Alguém espirituoso, e antenado no que rola em ambos os mundos - o real e o virtual - já disse que, ao lado da globalização, a outra grande tendência do mundo moderno é a "blogalização". Todo mundo parece estar fazendo um "blog", que, no meu modesto entendimento, parece ser o sucessor pós-moderno do diário que eu escrevia quando adolescente, com a diferença de que o diário era um de meus segredos mais bem guardados - que me lembre, jamais permiti que alguém o lesse -, enquanto os tais blogs ficam na internet, à disposição de qualquer um no planeta que tenha um computador e uma linha telefônica. Suponho que isso seja uma conseqüência dessa cultura do voyeurismo que anda tão em voga nos dias de hoje, exemplificada por programas do tipo Big Brother e assemelhados. Pessoalmente, nunca entendi por que alguém haveria de achar interessante saber detalhes da intimidade de pessoas que nem conhece; os tais programas jamais me interessaram, e, no que diz respeito aos blogs, os poucos em que cheguei a dar uma olhada eram verdadeiros festivais de banalidade e, pior, de cinismo - o que não é surpreendente, já que hoje em dia, quem quiser passar por inteligente e "sofisticado" precisa ser, antes de mais nada, cínico. De minha parte, sinto um franco desprezo por essa espécie de "modernidade".

A esta altura, seria bastante lógico que quem estiver lendo isto (se é que alguém vai chegar a ler) estivesse se perguntando por que motivo, se tenho tal opinião sobre essa coisa de blogs, resolvi eu também fazer um. É uma questão justa, e a resposta é que tenho a intenção de que este seja um blog diferente. Não pretendo aqui falar da minha vida, pois não me atrai a idéia de me transformar em personagem de um "diário-Big Brother"; será um espaço que dedicarei a uma de minhas maiores paixões: a literatura. Aqui vou falar - bem, vou escrever - sobre o que estiver lendo no momento ou sobre o que tiver lido anos atrás e que, por qualquer razão, me voltar à memória; sobre os grandes clássicos ou sobre os livros que eu considerar dignos de um dia virem a ser incluídos nessa categoria; e não tenham dúvida de que, quando eu não gostar de alguma coisa, vou dizer isso também. Sem dúvida que por vezes, ao falar sobre literatura, o próprio tema me levará a dedicar algumas linhas a assuntos que estejam relacionados a ela, como história, cinema ou música; isso faz parte da brincadeira, e o importante é que sempre estarei escrevendo sobre os assuntos a respeito dos quais me dá prazer escrever.

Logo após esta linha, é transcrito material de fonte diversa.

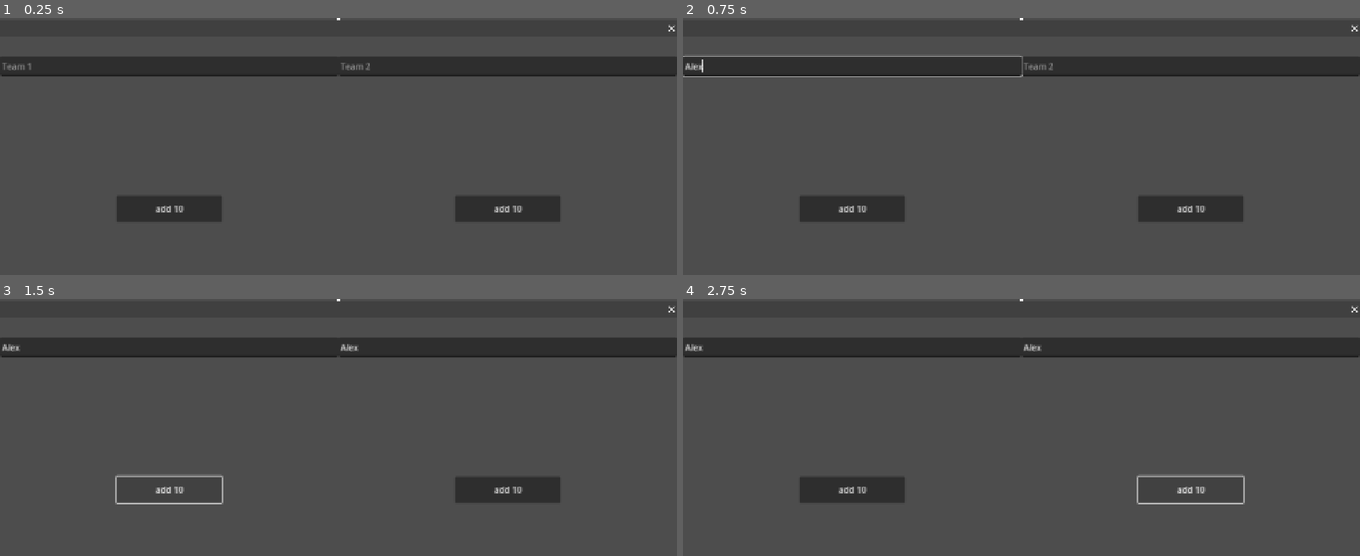
Above: before the commit, frames 1-4 (two rows, left to right).
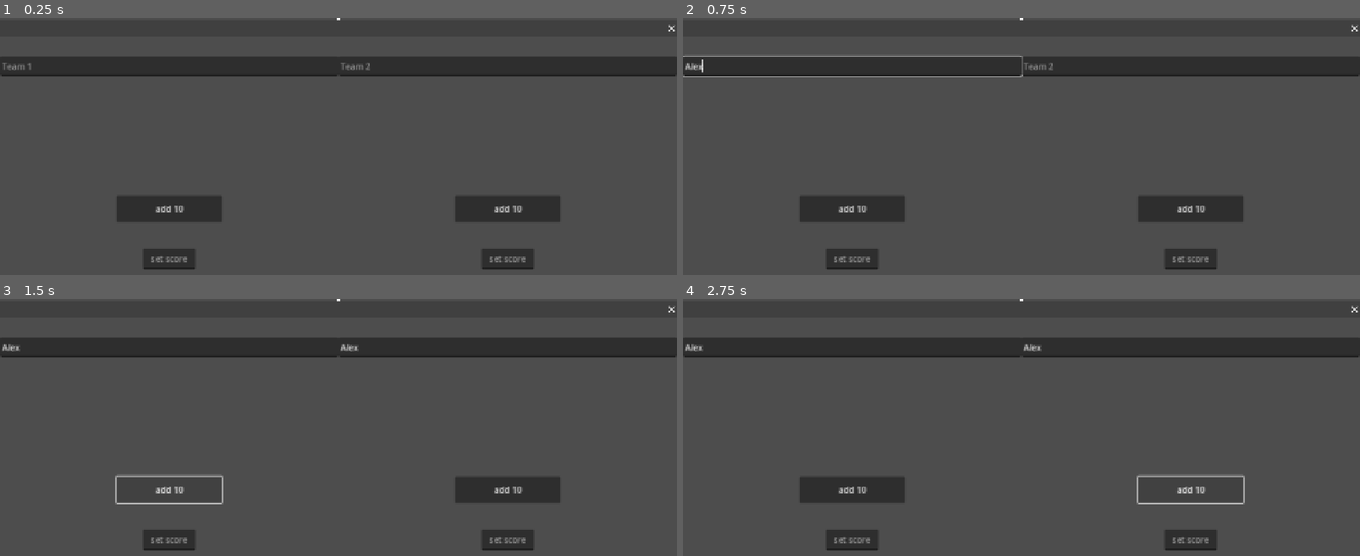
Above: after the commit, the same moments.

Repository: zukas97/quizzing-score
Game: Godot game, scene res://main.tscn
The game is run twice, just before and just after one commit, with the same random seed, the same clock (stepped at 60 frames per second) and the same inputs.
Inputs (mouse positions are in pixels of both pictures, inside the frame that each line leads up to):
- Up to frame 1 (0.25 s): no input
- Up to frame 2 (0.75 s): click (852, 66) at 0.52 s; type "Alex" at 0.6 s
- Up to frame 3 (1.5 s): click (507, 347) at 0.75 s; type "Alex" at 0.83 s; click "add 10" at 1.25 s
- Up to frame 4 (2.75 s): click "add 10" at 2 s

The runs differ from the first frame. In frame 1, 1.0% of the frame differs, in the area x 21-79%, y 89-98%; in frame 2, 1.0%; in frame 3, 1.0%; in frame 4, 1.0%.

Commit message:
add set score button

Diff:
--- a/ctrl_window.gd
+++ b/ctrl_window.gd
@@ -3,6 +3,8 @@
 signal button(button: int)
 signal left_name_set(name: String)
 signal right_name_set(name: String)
+signal left_score_set(score: int)
+signal right_score_set(score: int)
 
 # Called when the node enters the scene tree for the first time.
 func _ready() -> void:
@@ -22,6 +24,13 @@
 func _on_name_left_text_submitted(new_text: String) -> void:
 	left_name_set.emit($CanvasLayer/left/name_left.text)
 
-
 func _on_add_10_right_pressed() -> void:
 	button.emit(1)
+
+func _on_set_score_left_text_submitted(new_text: String) -> void:
+	left_score_set.emit(int(new_text))
+	pass
+
+func _on_set_score_right_text_submitted(new_text: String) -> void:
+	right_score_set.emit(int(new_text))
+	pass # Replace with function body.
--- a/ctrl_window.tscn
+++ b/ctrl_window.tscn
@@ -10,21 +10,15 @@
 
 [node name="CanvasLayer" type="CanvasLayer" parent="."]
 
-[node name="left" type="Control" parent="CanvasLayer"]
-layout_mode = 3
-anchors_preset = 0
-offset_right = 40.0
-offset_bottom = 40.0
+[node name="left" type="Node2D" parent="CanvasLayer"]
 
 [node name="name_left" type="LineEdit" parent="CanvasLayer/left"]
-layout_mode = 0
 offset_top = 37.0
 offset_right = 640.0
 offset_bottom = 74.0
 placeholder_text = "Team 1"
 
 [node name="add_10_left" type="Button" parent="CanvasLayer/left"]
-layout_mode = 0
 offset_left = 220.0
 offset_top = 300.0
 offset_right = 420.0
@@ -32,14 +26,17 @@
 size_flags_vertical = 6
 text = "add 10"
 
-[node name="right" type="Control" parent="CanvasLayer"]
-layout_mode = 3
-anchors_preset = 0
-offset_right = 40.0
-offset_bottom = 40.0
+[node name="set_score_left" type="LineEdit" parent="CanvasLayer/left"]
+offset_left = 270.0
+offset_top = 400.0
+offset_right = 370.0
+offset_bottom = 440.0
+placeholder_text = "set score"
+alignment = 1
+
+[node name="right" type="Node2D" parent="CanvasLayer"]
 
 [node name="name_right" type="LineEdit" parent="CanvasLayer/right"]
-layout_mode = 0
 offset_left = 640.0
 offset_top = 37.0
 offset_right = 1280.0
@@ -47,13 +44,22 @@
 placeholder_text = "Team 2"
 
 [node name="add_10_right" type="Button" parent="CanvasLayer/right"]
-layout_mode = 0
 offset_left = 860.0
 offset_top = 300.0
 offset_right = 1060.0
 offset_bottom = 350.0
 text = "add 10"
 
+[node name="set_score_right" type="LineEdit" parent="CanvasLayer/right"]
+offset_left = 910.0
+offset_top = 400.0
+offset_right = 1010.0
+offset_bottom = 440.0
+placeholder_text = "set score"
+alignment = 1
+
 [connection signal="text_submitted" from="CanvasLayer/left/name_left" to="." method="_on_name_left_text_submitted"]
 [connection signal="pressed" from="CanvasLayer/left/add_10_left" to="." method="_on_button_pressed"]
+[connection signal="text_submitted" from="CanvasLayer/left/set_score_left" to="." method="_on_set_score_left_text_submitted"]
 [connection signal="pressed" from="CanvasLayer/right/add_10_right" to="." method="_on_add_10_right_pressed"]
+[connection signal="text_submitted" from="CanvasLayer/right/set_score_right" to="." method="_on_set_score_right_text_submitted"]
--- a/main.gd
+++ b/main.gd
@@ -14,7 +14,8 @@
 
 # Called every frame. 'delta' is the elapsed time since the previous frame.
 func _process(delta: float) -> void:
-	pass
+	$CanvasLayer/bottom_left/score.set_text(str(left_score))
+	$CanvasLayer/bottom_right/score.set_text(str(right_score))
 
 
 func _on_window_button(button: int) -> void:
@@ -22,11 +23,9 @@
 		#left score
 		0:
 			left_score += 10
-			$CanvasLayer/bottom_left/score.set_text(str(left_score))
 		#right score
 		1:
 			right_score += 10
-			$CanvasLayer/bottom_right/score.set_text(str(right_score))
 
 
 
@@ -35,3 +34,9 @@
 
 func _on_window_right_name_set(name: String) -> void:
 	$CanvasLayer/right_name.set_text(name)
+
+func _on_window_left_score_set(score: int) -> void:
+	left_score = score
+
+func _on_window_right_score_set(score: int) -> void:
+	right_score = score
--- a/main.tscn
+++ b/main.tscn
@@ -83,4 +83,6 @@
 
 [connection signal="button" from="Window" to="." method="_on_window_button"]
 [connection signal="left_name_set" from="Window" to="." method="_on_window_left_name_set"]
+[connection signal="left_score_set" from="Window" to="." method="_on_window_left_score_set"]
 [connection signal="right_name_set" from="Window" to="." method="_on_window_right_name_set"]
+[connection signal="right_score_set" from="Window" to="." method="_on_window_right_score_set"]

Mais uma coisa antes de realmente começar: estou ciente de que este blog não irá se tornar popular. Literatura é assunto que interessa a pouquíssima gente, de modo que a freqüência de visitantes aqui não chegará nem a dez por cento da que têm os blogs do outro tipo - aqueles onde as pessoas contam a que festa foram no fim de semana e com quem "ficaram". Isso não me preocupa. Gosto de pensar neste projeto como um "diário literário", e, como sou antiquado, para mim um diário é, ou deveria ser, algo que escrevemos, antes de mais nada, para nós mesmos. Se fosse um diário pessoal, eu não o colocaria na internet, pois, a meu ver, não haveria o menor sentido em fazer isso. Mas, já que é um diário apenas literário, e os livros que leio não pertencem apenas a mim, então aqui está o meu blog, que é, antes de mais nada, para mim; mas, se ao menos uma pessoa tiver a curiosidade despertada para um livro por algo que ler aqui, e graças a isso chegar a lê-lo, eu me considerarei gratificado.